I do not find it similar to the Martin/Zimmerman case in the regard that Zimmerman was two-bit vigilante with a racial chip on his shoulder when he profiled Trayvon Martin and wrongly went after him. Zimmerman carried a gun because he was an egotistical bigot. Wilson carries a gun because he is a cop.

- - - Updated - - -



Scotty said:


> A 300 pound guy punching you in the face twice through a car window is enough reason in my mind to draw your weapon as the neck thing could have been a knife in his neck. However, you make a good point. It would have made more sense for the officer to drive off to a safe distance, where he could then get out and deploy other tactics to arrest him, call for back-up etc.
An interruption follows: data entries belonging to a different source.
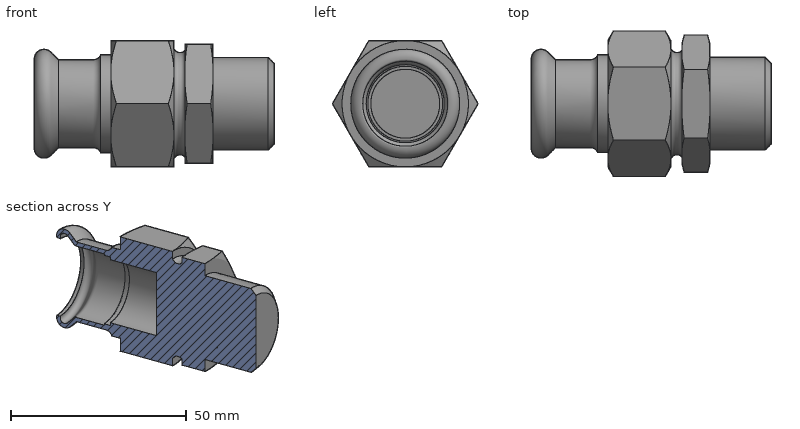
import cadquery as cq
import math

overall_length = 68.4
pipe_bead_radius = 2.8
collar_fillet_start = 16.95
collar_start = 18.95
nut_start = 21.8
nut_end = 39.8
neck_cone_end = 40.4
neck_groove_end = 41.85
body_hex_start = 42.95
body_hex_end = 50.9

nut_across_flats = 36.0
nut_chamfer_diameter = nut_across_flats
nut_chamfer_angle = 30.0
body_hex_across_flats = 33.9
body_hex_chamfer_diameter = 34.5
body_hex_chamfer_angle = 15.0
bead_outer_radius = 15.5
bead_center = (pipe_bead_radius, bead_outer_radius - pipe_bead_radius)
pipe_radius = 25.2 / 2
collar_radius = 28.0 / 2
neck_radius = 29.3 / 2
neck_fillet_radius = 1.15
spigot_radius = 26.5 / 2
spigot_chamfer = 1.8

lip_radius = 12.1
lip_round = 0.5
seal_groove_radius = 1.4
socket_radius = 22.2 / 2
groove_exit_radius = 23.3 / 2
socket_end = 16.4
pipe_stop_radius = 10.7
bore_start = 18.5
bore_radius = 19.6 / 2
bore_end = 34.2


def revolve_about_x(profile):
    """Turn a closed profile drawn as (X, radius) around the X axis."""
    return profile.close().revolve(360, (0, 0, 0), (1, 0, 0))


def chamfered_hexagon(start, end, across_flats, chamfer_diameter, chamfer_angle):
    """Hexagonal prism along X with corners on Y and cone-chamfered ends."""
    corner_diameter = across_flats / math.cos(math.radians(30))
    hexagon = cq.Workplane("YZ").workplane(offset=start).polygon(6, corner_diameter).extrude(end - start)
    corner_radius = corner_diameter / 2
    end_radius = chamfer_diameter / 2
    depth = (corner_radius - end_radius) * math.tan(math.radians(chamfer_angle))
    envelope = (
        cq.Workplane("XY")
        .moveTo(start, 0)
        .lineTo(start, end_radius)
        .lineTo(start + depth, corner_radius)
        .lineTo(end - depth, corner_radius)
        .lineTo(end, end_radius)
        .lineTo(end, 0)
    )
    return hexagon.intersect(revolve_about_x(envelope))


def arc_point(center_x, center_r, radius, degrees):
    """Point on a profile arc, with the angle measured from +X towards larger radius."""
    angle = math.radians(degrees)
    return center_x + radius * math.cos(angle), center_r + radius * math.sin(angle)


def press_end():
    """Pipe with a rounded bead at its mouth and a filleted collar at the nut."""
    bead_end = arc_point(*bead_center, pipe_bead_radius, 45)
    bead_cone_end = bead_end[0] + bead_end[1] - pipe_radius
    run = collar_start - collar_fillet_start
    rise = collar_radius - pipe_radius
    fillet_radius = (run**2 + rise**2) / (2 * rise)
    half_sweep = math.degrees(math.asin(run / fillet_radius)) / 2
    fillet_center = (collar_fillet_start, pipe_radius + fillet_radius)
    fillet_middle = arc_point(*fillet_center, fillet_radius, half_sweep - 90)
    profile = (
        cq.Workplane("XY")
        .lineTo(0, bead_center[1])
        .threePointArc(arc_point(*bead_center, pipe_bead_radius, 112.5), bead_end)
        .lineTo(bead_cone_end, pipe_radius)
        .lineTo(collar_fillet_start, pipe_radius)
        .threePointArc(fillet_middle, (collar_start, collar_radius))
        .lineTo(nut_start, collar_radius)
        .lineTo(nut_start, 0)
    )
    return revolve_about_x(profile)


def neck():
    """Grooved neck between the union nut and the body hexagon."""
    fillet_center_r = neck_radius + neck_fillet_radius
    cone_end = (neck_cone_end, fillet_center_r - neck_fillet_radius * math.sin(math.radians(45)))
    groove_start = neck_cone_end + neck_fillet_radius * math.cos(math.radians(45))
    cone_start_radius = cone_end[1] + neck_cone_end - nut_end
    sweep = math.degrees(math.asin((body_hex_start - neck_groove_end) / neck_fillet_radius))
    first_middle = arc_point(groove_start, fillet_center_r, neck_fillet_radius, -112.5)
    second_middle = arc_point(neck_groove_end, fillet_center_r, neck_fillet_radius, sweep / 2 - 90)
    second_end = arc_point(neck_groove_end, fillet_center_r, neck_fillet_radius, sweep - 90)
    profile = (
        cq.Workplane("XY")
        .moveTo(nut_end, 0)
        .lineTo(nut_end, cone_start_radius)
        .lineTo(*cone_end)
        .threePointArc(first_middle, (groove_start, neck_radius))
        .lineTo(neck_groove_end, neck_radius)
        .threePointArc(second_middle, second_end)
        .lineTo(body_hex_start, 0)
    )
    return revolve_about_x(profile)


def spigot():
    """Plain cylindrical male end with a chamfered tip."""
    length = overall_length - body_hex_end
    cylinder = cq.Workplane("YZ").workplane(offset=body_hex_end).circle(spigot_radius).extrude(length)
    return cylinder.faces(">X").chamfer(spigot_chamfer)


def socket():
    """Blind cavity with a rounded lip, a seal groove inside the bead and stepped bores."""
    lip_center = (lip_round, lip_radius + lip_round)
    groove_end = arc_point(*bead_center, seal_groove_radius, 45)
    groove_cone_end = groove_end[0] + groove_end[1] - groove_exit_radius
    exit_radius = (groove_exit_radius - socket_radius) / (1 - math.cos(math.radians(45)))
    socket_start = groove_cone_end + exit_radius * math.sin(math.radians(45))
    exit_center = (socket_start, socket_radius + exit_radius)
    profile = (
        cq.Workplane("XY")
        .lineTo(0, lip_center[1])
        .threePointArc(arc_point(*lip_center, lip_round, -135), (lip_round, lip_radius))
        .lineTo(bead_center[0] - seal_groove_radius, lip_radius)
        .lineTo(bead_center[0] - seal_groove_radius, bead_center[1])
        .threePointArc(arc_point(*bead_center, seal_groove_radius, 112.5), groove_end)
        .lineTo(groove_cone_end, groove_exit_radius)
        .threePointArc(arc_point(*exit_center, exit_radius, -112.5), (socket_start, socket_radius))
        .lineTo(socket_end, socket_radius)
        .lineTo(socket_end, pipe_stop_radius)
        .lineTo(bore_start, pipe_stop_radius)
        .lineTo(bore_start, bore_radius)
        .lineTo(bore_end, bore_radius)
        .lineTo(bore_end, 0)
    )
    return revolve_about_x(profile)


union_nut = chamfered_hexagon(
    nut_start, nut_end, nut_across_flats, nut_chamfer_diameter, nut_chamfer_angle
)
body_hex = chamfered_hexagon(
    body_hex_start,
    body_hex_end,
    body_hex_across_flats,
    body_hex_chamfer_diameter,
    body_hex_chamfer_angle,
)

result = press_end().union(union_nut).union(neck()).union(body_hex).union(spigot()).cut(socket())
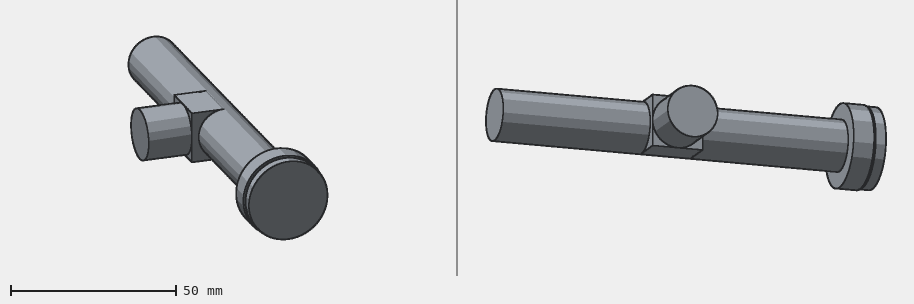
import cadquery as cq

total_length = 121.1
rod_diameter = 16.0

collar_diameter = 26.0
collar_width = 6.5
groove_diameter = 24.5
groove_width = 0.7
disc_diameter = 25.3
disc_width = 3.3
rod_length = total_length - collar_width - groove_width - disc_width

branch_x = 55.1
block_reach = 10.2
overall_depth = 37.0
branch_reach = overall_depth - collar_diameter / 2


def cylinder_along_x(start_x, length, diameter):
    return cq.Workplane("YZ", origin=(start_x, 0, 0)).circle(diameter / 2).extrude(length)


def make_branch():
    base = cq.Workplane("XZ", origin=(branch_x, 0, 0))
    block = base.rect(rod_diameter, rod_diameter).extrude(block_reach)
    stub = base.circle(rod_diameter / 2).extrude(branch_reach)
    return block.union(stub)


sections = [
    (rod_length, rod_diameter),
    (collar_width, collar_diameter),
    (groove_width, groove_diameter),
    (disc_width, disc_diameter),
]
result = make_branch()
section_start = 0.0
for length, diameter in sections:
    result = result.union(cylinder_along_x(section_start, length, diameter))
    section_start += length
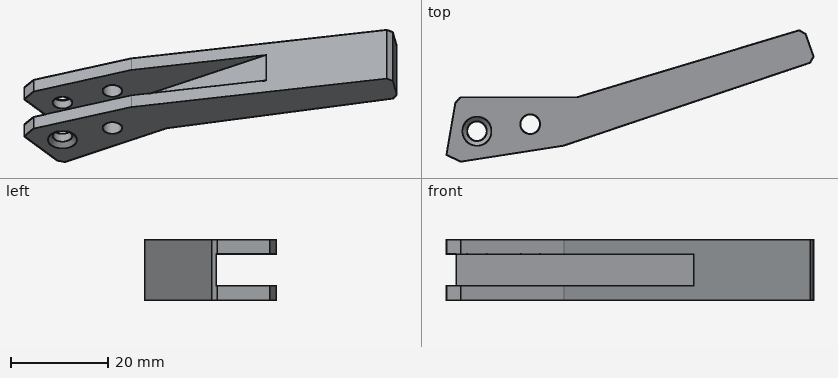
import cadquery as cq

length = 75.75
depth = 27.13
height = 12.5

toe_chamfer_x = 3.0
toe_chamfer_y = 1.4
heel_left_x = 1.85
heel_left_y = 12.16
heel_top_x = 2.95
head_top_y = 13.32
lower_bend = (24.2, 3.3)
upper_bend_x = 26.95
tip_upper_x = 72.75
tip_upper_corner = (74.1, 26.35)
tip_right_y = 21.7
tip_lower_corner = (75.0, 20.4)

prong_thickness = 3.0
slot_height = height - 2 * prong_thickness
slot_floor_y = 12.34

hole_diameter = 4.0
pivot_hole = (6.32, 6.3)
second_hole = (17.3, 7.75)
countersink_diameter = 6.0
countersink_depth = (countersink_diameter - hole_diameter) / 2


def lever_body():
    """Bent lever with a chamfered head on the left and a chamfered tip on the right."""
    outline = [
        (0, toe_chamfer_y),
        (toe_chamfer_x, 0),
        lower_bend,
        tip_lower_corner,
        (length, tip_right_y),
        tip_upper_corner,
        (tip_upper_x, depth),
        (upper_bend_x, head_top_y),
        (heel_top_x, head_top_y),
        (heel_left_x, heel_left_y),
    ]
    return cq.Workplane("XY").polyline(outline).close().extrude(height)


def prong_slot():
    """Straight slot open to the front, running out through the sloping arm."""
    return (
        cq.Workplane("XY")
        .box(length, slot_floor_y, slot_height, centered=False)
        .translate((0, 0, prong_thickness))
    )


def pin_hole(center):
    """Round cutter running through the full height at center."""
    return cq.Workplane("XY").center(*center).circle(hole_diameter / 2).extrude(height)


def pivot_countersink(face_z, inward):
    """45 degree countersink at face_z, narrowing to the hole diameter along inward (+1 up, -1 down)."""
    cone = cq.Solid.makeCone(
        countersink_diameter / 2,
        hole_diameter / 2,
        countersink_depth,
        pnt=cq.Vector(*pivot_hole, face_z),
        dir=cq.Vector(0, 0, inward),
    )
    return cq.Workplane(obj=cone)


result = lever_body().cut(prong_slot())
for hole_center in (pivot_hole, second_hole):
    result = result.cut(pin_hole(hole_center))
for face_z, inward in ((0, 1), (height, -1)):
    result = result.cut(pivot_countersink(face_z, inward))

I have thought of that as well. Wilson had angled his car across the road to block off Brown, and was hemmed in by oncoming traffic from both directions. Why not just put it in drive and take off? Answer - he couldn't.


----------



## Milkman (Feb 2, 2006)

I think this has very little to do with the initial incident. There are obviously old and festering problems fueling this, but at the end of the day, those rioting are criminal, and are using this as an excuse for being complete assholes.


----------



## mhammer (Nov 30, 2007)

NGroeneveld said:


> I do not find it similar to the Martin/Zimmerman case in the regard that Zimmerman was two-bit vigilante with a racial chip on his shoulder when he profiled Trayvon Martin and wrongly went after him. Zimmerman carried a gun because he was an egotistical bigot. Wilson carries a gun because he is a cop.


I'm certainly not equating the officer with George Zimmerman. My point is that a situation not requiring deadly force escalated, and a weapon became involved in split-second actions. Whatever Michael Brown did to provoke the deadly force was not a planned action. I'm just wondering how the hell it gets to a level where a kid who swipes a few dollars worth of merchandise ends up in a fatal shooting instead of in jail and catching grief from his parents. There is something sorely lacking in police training, police-community relations, and police protocol.


----------



## Scotty (Jan 30, 2013)

Milkman said:


> I think this has very little to do with the initial incident. There are obviously old and festering problems fueling this, but at the end of the day, those rioting are criminal, and are using this as an excuse for being complete assholes.


Not to mention ruining their own city and screwing over many innocent people whose livelihood depended on those businesses. Talk about mob stupidity or foolish justification for looting for personal gain.


----------



## guitarman2 (Aug 25, 2006)

Interesting perspective here:

http://www.westernjournalism.com/black-american-vital-message-race-rioters/


----------



## doriangrey (Mar 29, 2011)

Steadfastly said:


> Probably both. The vandals and worse take advantage of protests like this.





NGroeneveld said:


> To answer your question, I think almost any kind of peaceful protest would be legitimate and genuine as it is clear that there is racial inequality in Ferguson. However, this particular incident is very troubling to me. I don't know why any person should be able to walk into a convenience store, rob the owner, walk down the middle of the street, assault a police officer and get a free pass. That's the basics of the situation when all the racial context is removed.





Milkman said:


> I think this has very little to do with the initial incident. There are obviously old and festering problems fueling this, but at the end of the day, those rioting are criminal, and are using this as an excuse for being complete assholes.





Scotty said:


> Not to mention ruining their own city and screwing over many innocent people whose livelihood depended on those businesses. Talk about mob stupidity or foolish justification for looting for personal gain.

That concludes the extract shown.